The Cauchy Residue Theorem is a remarkable tool for evaluating contour integrals. Essentially, it says that, instead of computing an integral along a curve $\gamma$, you can replace it with a sum of “residues” at some special points $a_k$: \[ \oint_\gamma f(z)~dz = 2 \pi i \sum_k \res(f, a_k) \]

But what is a residue? What are the $a_k$? What’s really going on here?

Residues

Since this isn’t a rigorous complex analysis text, it’s a post on some blog, we’ll gloss over some of the technicalities, such as verifying convergence, or checking that holomorphic functions are analytic. All we need is some imagination, and the following fact:

Path Independence
Let $D$ be a region of the complex plane and $f$ be a function holomorphic (complex-differentiable) on $D$. If you take a curve $\gamma$, and continuously deform it into a curve $\gamma'$, staying inside $D$, then \[ \int_\gamma f(z)~dz = \int_{\gamma'} f(z)~dz \] Also, we say two such curves are "homotopic".

For example, if the blue dashed area is $D$, the curves in the first picture are homotopic, but not the curves in the second picture. There is no way to deform one of the curves into the other, without leaving the domain.

Homotopic curves

Non-homotopic curves

If you’re comfortable with multivariable calculus, compare this to the Fundamental Theorem of Calculus for line integrals. How does complex-differentiability encode the “curl-free” condition?

This means that if $\gamma$ is a closed loop and $f$ is holomorphic on the region enclosed by $\gamma$, then $\gamma$ is homotopic to a point, which tells us that $\int_\gamma f~dz$ must be zero. Where things get interesting is when there are points in $D$ at which $f$ is not holomorphic.


So let’s approach the theorem.

Let $f$ be a function holomorphic on $D$, except at a set of points $a_k$, and $\gamma$ a closed curve in $D$, avoiding the points $a_k$. Without loss of generality, we can assume all of the $a_k$ lie within the region enclosed by $\gamma$ (if not, we just make $D$ smaller). We can use the path-independence of contour integrals to deform $\gamma$, without changing the value of the integral:

A contour around several a_k

Deformed into several circles with sections between them

These corridors between the circles can be moved so they lie on top of each other, and cancel out.
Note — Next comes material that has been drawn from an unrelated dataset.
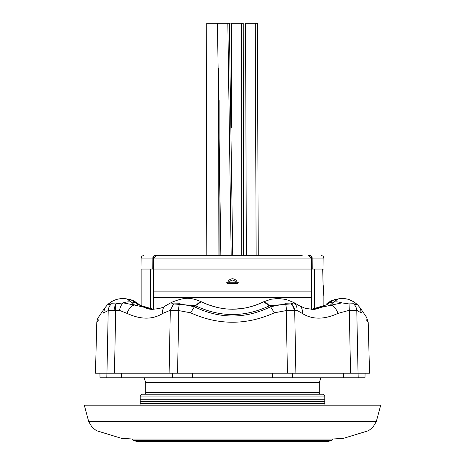<?xml version="1.0" encoding="UTF-8"?>
<svg xmlns="http://www.w3.org/2000/svg" width="465" height="465" viewBox="0 0 465 465"><rect width="100%" height="100%" fill="white"/><g stroke="black" fill="none" stroke-linecap="round" stroke-linejoin="round"><path stroke-width="0.7" d="M106.067 373.221L106.183 377.789L100.004 377.789L99.928 373.221M366.333 319.769L367.78 321.716M360.236 307.97L366.554 317.275L368.21 322.286L369.541 373.221L95.459 373.221L96.79 322.286L98.621 319.833M366.542 317.252L360.27 308.022L361.322 312.805L360.509 311.829M357.818 310.515L349.302 310.295L349.046 303.936L341.81 302.878L312.23 309.254L305.395 308.376L299.565 305.854A9.137 6.934 121.6 0 1 302.209 313.398C312.277 319.722 324.181 319.722 337.933 313.398A9.137 5.069 -114.2 0 0 330.388 305.063L333.701 302.018A18.275 14.729 43.5 0 1 341.81 302.878M133.978 300.826L130.7 299.698L135.582 302.651A7.312 5.783 -47.2 0 1 138.338 303.889L140.366 305.54A7.312 5.801 125.2 0 0 138.006 304.691L153.159 309.254M250.559 306.836L257.093 304.691A7.312 1.529 -111 0 0 257.064 304.703M207.931 304.703A7.312 1.529 111 0 0 207.907 304.691L218.056 307.714M232.535 309.254L243.259 308.405M311.835 309.254L326.994 304.691A7.312 5.801 -125.2 0 0 324.634 305.54L324.634 305.54C318.101 308.795 313.695 310.033 311.416 309.254M140.459 305.604L133.932 300.803L126.713 298.885L131.299 302.018L135.582 302.651L138.006 304.691M152.77 309.254L134.612 305.063L131.299 302.018A18.275 14.729 136.5 0 0 123.19 302.878L134.612 305.063A9.137 5.069 114.2 0 0 127.067 313.398C140.79 319.722 152.694 319.722 162.791 313.398A9.137 6.934 -121.6 0 1 165.435 305.854L165.435 305.854C163.756 307.568 159.536 308.702 152.77 309.254M203.083 302.622L203.147 302.651A7.312 1.767 -64.6 0 1 203.159 302.657L207.907 304.691M257.093 304.691L261.853 302.651A7.312 1.767 -115.4 0 0 261.842 302.657L263.149 302.018C242.759 311.608 222.328 311.608 201.851 302.018L203.147 302.651M326.994 304.691L329.418 302.651A7.312 5.783 -132.8 0 0 326.663 303.889L330.795 300.942L338.288 298.885C345.274 297.728 351.371 299.419 356.568 303.947L356.626 304M329.418 302.651L333.701 302.018L338.288 298.885L334.3 299.698L329.418 302.651M106.183 377.789L364.996 377.789L365.072 373.221M170.132 303.122L171.004 302.878A18.275 7.446 62 0 1 171.835 302.233L165.435 305.854M269.316 305.831L263.649 301.773L263.149 302.018A18.275 5.086 -116.6 0 1 269.316 305.831C244.823 317.438 220.282 317.438 195.684 305.831A18.275 5.086 116.6 0 1 201.851 302.018L201.351 301.773C189.296 296.606 183.954 297.571 171.835 302.233M162.791 313.398L170.295 310.295L178.769 310.591A9.137 3.592 84.6 0 1 179.56 303.75L194.434 306.772C219.893 319.071 245.27 319.071 270.566 306.772L269.595 305.691L290.927 303.889L293.996 302.878L294.868 303.122L293.165 302.233A18.275 7.446 118 0 1 293.996 302.878A9.137 7.556 110.4 0 1 297.019 310.382L302.209 313.398M172.591 373.221L172.538 377.789M121.667 377.789L121.586 373.221M358.934 373.221L358.817 377.789M343.414 373.221L343.333 377.789M292.462 377.789L292.409 373.221M272.385 373.221L272.484 377.789M192.615 373.221L192.516 377.789M126.736 298.89L126.713 298.885C119.761 297.856 113.669 299.541 108.426 303.947L115.553 303.889L123.19 302.878A9.137 4.813 103.3 0 0 119.488 310.382L127.067 313.398M169.12 373.221L170.295 310.295L173.614 303.936L171.004 302.878M116.25 303.639A9.137 4.522 77.4 0 0 115.698 310.3L119.488 310.382M173.614 303.936L195.41 305.691L201.351 301.773L201.851 302.018M195.684 305.831L194.434 306.772L190.615 312.805C218.457 325.372 246.386 325.372 274.385 312.805L286.231 310.591L287.446 373.221M337.933 313.398L349.302 310.295L350.546 373.221M291.212 303.639A9.137 7.748 69.1 0 1 294.705 310.3L297.019 310.382M349.046 303.936L356.568 303.947L357.678 304.97M107.322 304.97L111.565 303.75L115.553 303.889A9.137 4.912 77 0 0 114.902 310.388L108.217 310.591L103.678 312.805C94.598 325.372 94.598 325.372 103.678 312.805L103.48 313.084M114.902 310.388L115.698 310.3L114.454 373.221M179.56 303.75L174.073 303.889M274.385 312.805L270.566 306.772L285.44 303.75L290.927 303.889A9.137 7.504 70.6 0 1 294.211 310.388L294.705 310.3L295.88 373.221M349.448 303.889L353.435 303.75A9.137 8.364 77.5 0 1 356.783 310.591L361.322 312.805M294.211 310.388L286.231 310.591A9.137 3.592 95.4 0 0 285.44 303.75M353.435 303.75L357.759 305.04L360.265 308.01L357.759 305.046M190.615 312.805L178.769 310.591L177.554 373.221M111.565 303.75A9.137 8.364 102.5 0 0 108.217 310.591L106.956 373.221M103.678 312.805L104.735 308.022L107.235 305.046L110.629 302.18M230.251 23.25L206.739 23.25L206.198 255.343M258.238 255.343L257.436 23.25L245.561 23.25L246.363 255.343M243.486 255.343L243.247 23.25L231.367 23.25L231.512 127.927M218.602 23.25L217.73 23.25M132.502 439.007L332.498 439.007L332.097 439.971L132.903 439.971L132.502 439.007L121.609 438.373L96.412 430.677L92.128 427.312L88.71 421.645L84.299 405.201L380.701 405.201L376.29 421.645L88.71 421.645M188.54 441.75L325.244 441.75M139.895 405.201A5.481 5.481 0 0 0 140.209 403.37L140.209 399.261L324.791 399.261L324.791 396.064L322.96 394.233L142.04 394.233L140.209 396.064L140.209 399.261M325.105 405.201A5.481 5.481 0 0 1 324.791 403.37L324.791 399.261M143.865 394.233A1.825 1.825 0 0 0 145.696 392.408L145.696 382.916A1.825 1.825 0 0 0 145.609 382.37L144.162 377.789M321.135 394.233A1.825 1.825 0 0 1 319.304 392.408L319.304 382.916A1.825 1.825 0 0 1 319.391 382.37L320.838 377.789M302.209 255.343L156.438 255.343L153.758 258.063L153.659 269.049M331.504 440.5L133.496 440.5L137.803 441.715L327.197 441.715L331.504 440.5L332.097 439.971M141.122 306.04L141.122 269.049M237.481 283.667L227.519 283.667L237.481 283.667M311.678 269.049L311.585 258.063L323.902 258.063L323.995 269.049L153.45 269.049L153.462 309.248M323.082 284.487L323.105 285.731M226.333 282.755L238.667 282.755L226.333 282.755M237.371 283.667L227.629 283.673L227.658 283.197L228.565 283.29C231.186 278.977 233.814 278.977 236.435 283.29L237.342 283.197L237.371 283.667M323.564 293.316L323.14 287.998M324.791 396.064L140.209 396.064M311.538 309.248L311.538 297.379L153.462 297.379L153.462 292.322M311.538 297.379L311.55 291.892L153.45 291.892M324.547 305.598L323.878 306.04L323.878 296.461L323.175 288.841L322.698 269.049M311.55 291.892L311.55 269.049M153.45 269.049L141.005 269.049L141.098 258.063L141.912 256.139L143.842 255.343M312.242 269.049L312.154 258.063A2.744 2.389 90 0 0 309.766 255.343C324.808 255.343 324.808 255.343 309.766 255.343L308.847 255.343A2.744 2.732 90 0 1 311.585 258.063L311.242 258.063L311.341 269.049M152.758 269.049L152.845 258.063A2.744 2.389 -90 0 1 155.234 255.343C140.192 255.343 140.192 255.343 155.234 255.343L156.153 255.343A2.744 2.732 90 0 0 153.415 258.063L153.322 269.049M311.149 257.36L311.242 257.988M282.179 255.343L290.329 255.343M228.565 283.941L227.658 283.197A4.865 4.865 0 0 1 237.342 283.197L236.435 283.941L228.565 283.941L228.565 283.29L236.435 283.29L236.435 283.941L228.565 283.941M308.562 255.343L311.242 258.063L141.098 258.063M358.044 373.221L356.783 310.591M227.827 23.25L231.175 255.343M255.297 23.25L256.122 255.343M241.556 23.25L241.765 255.343M140.209 403.37L324.791 403.37M145.696 392.408L319.304 392.408M145.609 382.37L319.391 382.37M319.304 382.916L145.696 382.916M140.209 401.644L324.791 401.644M314.387 269.049L314.387 309.103M150.614 309.109L150.614 269.049M323.326 290.067L323.902 290.067L323.384 285.731M140.366 305.54C145.847 308.522 150.253 309.76 153.584 309.254M326.831 303.744L331.016 300.826M263.149 302.018L270.706 299.291L278.082 298.443L286.161 299.483L293.165 302.233M299.565 305.854L294.874 303.122M130.7 299.698L130.334 299.623M100.19 314.776L98.929 316.589M98.493 317.211L97.528 318.926L96.79 322.286M104.73 308.022L98.458 317.252M342.205 298.449L348.029 299.187L353.696 301.727M126.713 298.885L122.998 298.449M217.451 23.25L220.852 255.343M229.321 23.25L232.733 255.343M231.024 100.341L231.064 23.25M219.085 255.343L219.155 100.58M218.073 255.343L218.504 68.32M133.496 440.5L132.903 439.971M323.902 258.063L323.088 256.139L321.158 255.343M323.902 295.548L323.902 290.067M376.29 421.645L372.872 427.312L368.588 430.677L343.391 438.373L332.498 439.007"/></g></svg>

This leaves us with circles $C_k$, one for each point $a_k$. \[ \oint_\gamma f(z)~dz = \sum_k \oint_{C_k} f(z)~dz \]

A few circular contours

So all we need to do to now is determine what the integral of $f$ on each circle is.

Residue Definition #1
The residue of $f$ at $a$ is $\displaystyle \frac{1}{2 \pi i} \oint_{C} f(z)~dz$, where $C$ is a small circle around $a$.

From path-independence, we know we can shrink the circles as much as we like without changing the value of the integral, which tells us this definition is well-defined (just make sure $f$ is holomorphic everywhere else in your circle!).

“But wait,” you complain, “This definition is ridiculous; you set it up in such a way that the residue theorem is trivial! What gives?”

Well, there are other, equivalent definitions of residue that are much easier to compute, and those are what give the residue theorem its power. Sometimes people will use these computational definitions of residue as the primary definition, but this obscures what’s going on. When you think of what the residue means, in a spiritual sense, you should think of it as “the integral of a small loop around a point”.


A point at which $f$ is not holomorphic is called a “singularity”, and there are a few types. The most manageable of these is the pole, where $f(z)$ “behaves like” $\frac{1}{(z-a)^n}$. To be more concrete, $f$ has a pole (of order $n$) at $a$ if $(z - a)^n f(z)$ is holomorphic and non-zero at $a$. In other words, a zero of order $n$ cancels out a pole of order $n$.

For example, $\frac{1}{\sin z}$ has a pole of order $1$ at $z = 0$, as evidenced by the fact that $\frac{z}{\sin z}$ approaches $1$ as $z \to 0$. The rational function $\frac{x-2}{x^2 + 1}$ has poles at $\pm i$, also of order $1$. And the function $\frac{1}{\cos z - 1}$ has a pole of order $2$ at zero.

There are other kinds of singularities, but nothing good comes from them, so we will henceforth only consider singularities that are poles.

If $f$ has a pole of order $n$ at $a$, then $(z-a)^n f(z)$ has a Taylor series centered at $z = a$, with non-zero constant term: \[ (z-a)^n f(z) = b_0 + b_1 (z - a) + b_2 (z - a)^2 + b_3 (z - a)^3 + \cdots \]

Letting $c_k = b_{k+n}$, we can define a series for $f(z)$ itself, called the Laurent series: \[ f(z) = \frac{c_{-n}}{(z-a)^n} + \frac{c_{-n+1}}{(z - a)^{n-1}} + \cdots + \frac{c_{-1}}{z - a} + c_0 + c_1 (z - a) + \cdots \]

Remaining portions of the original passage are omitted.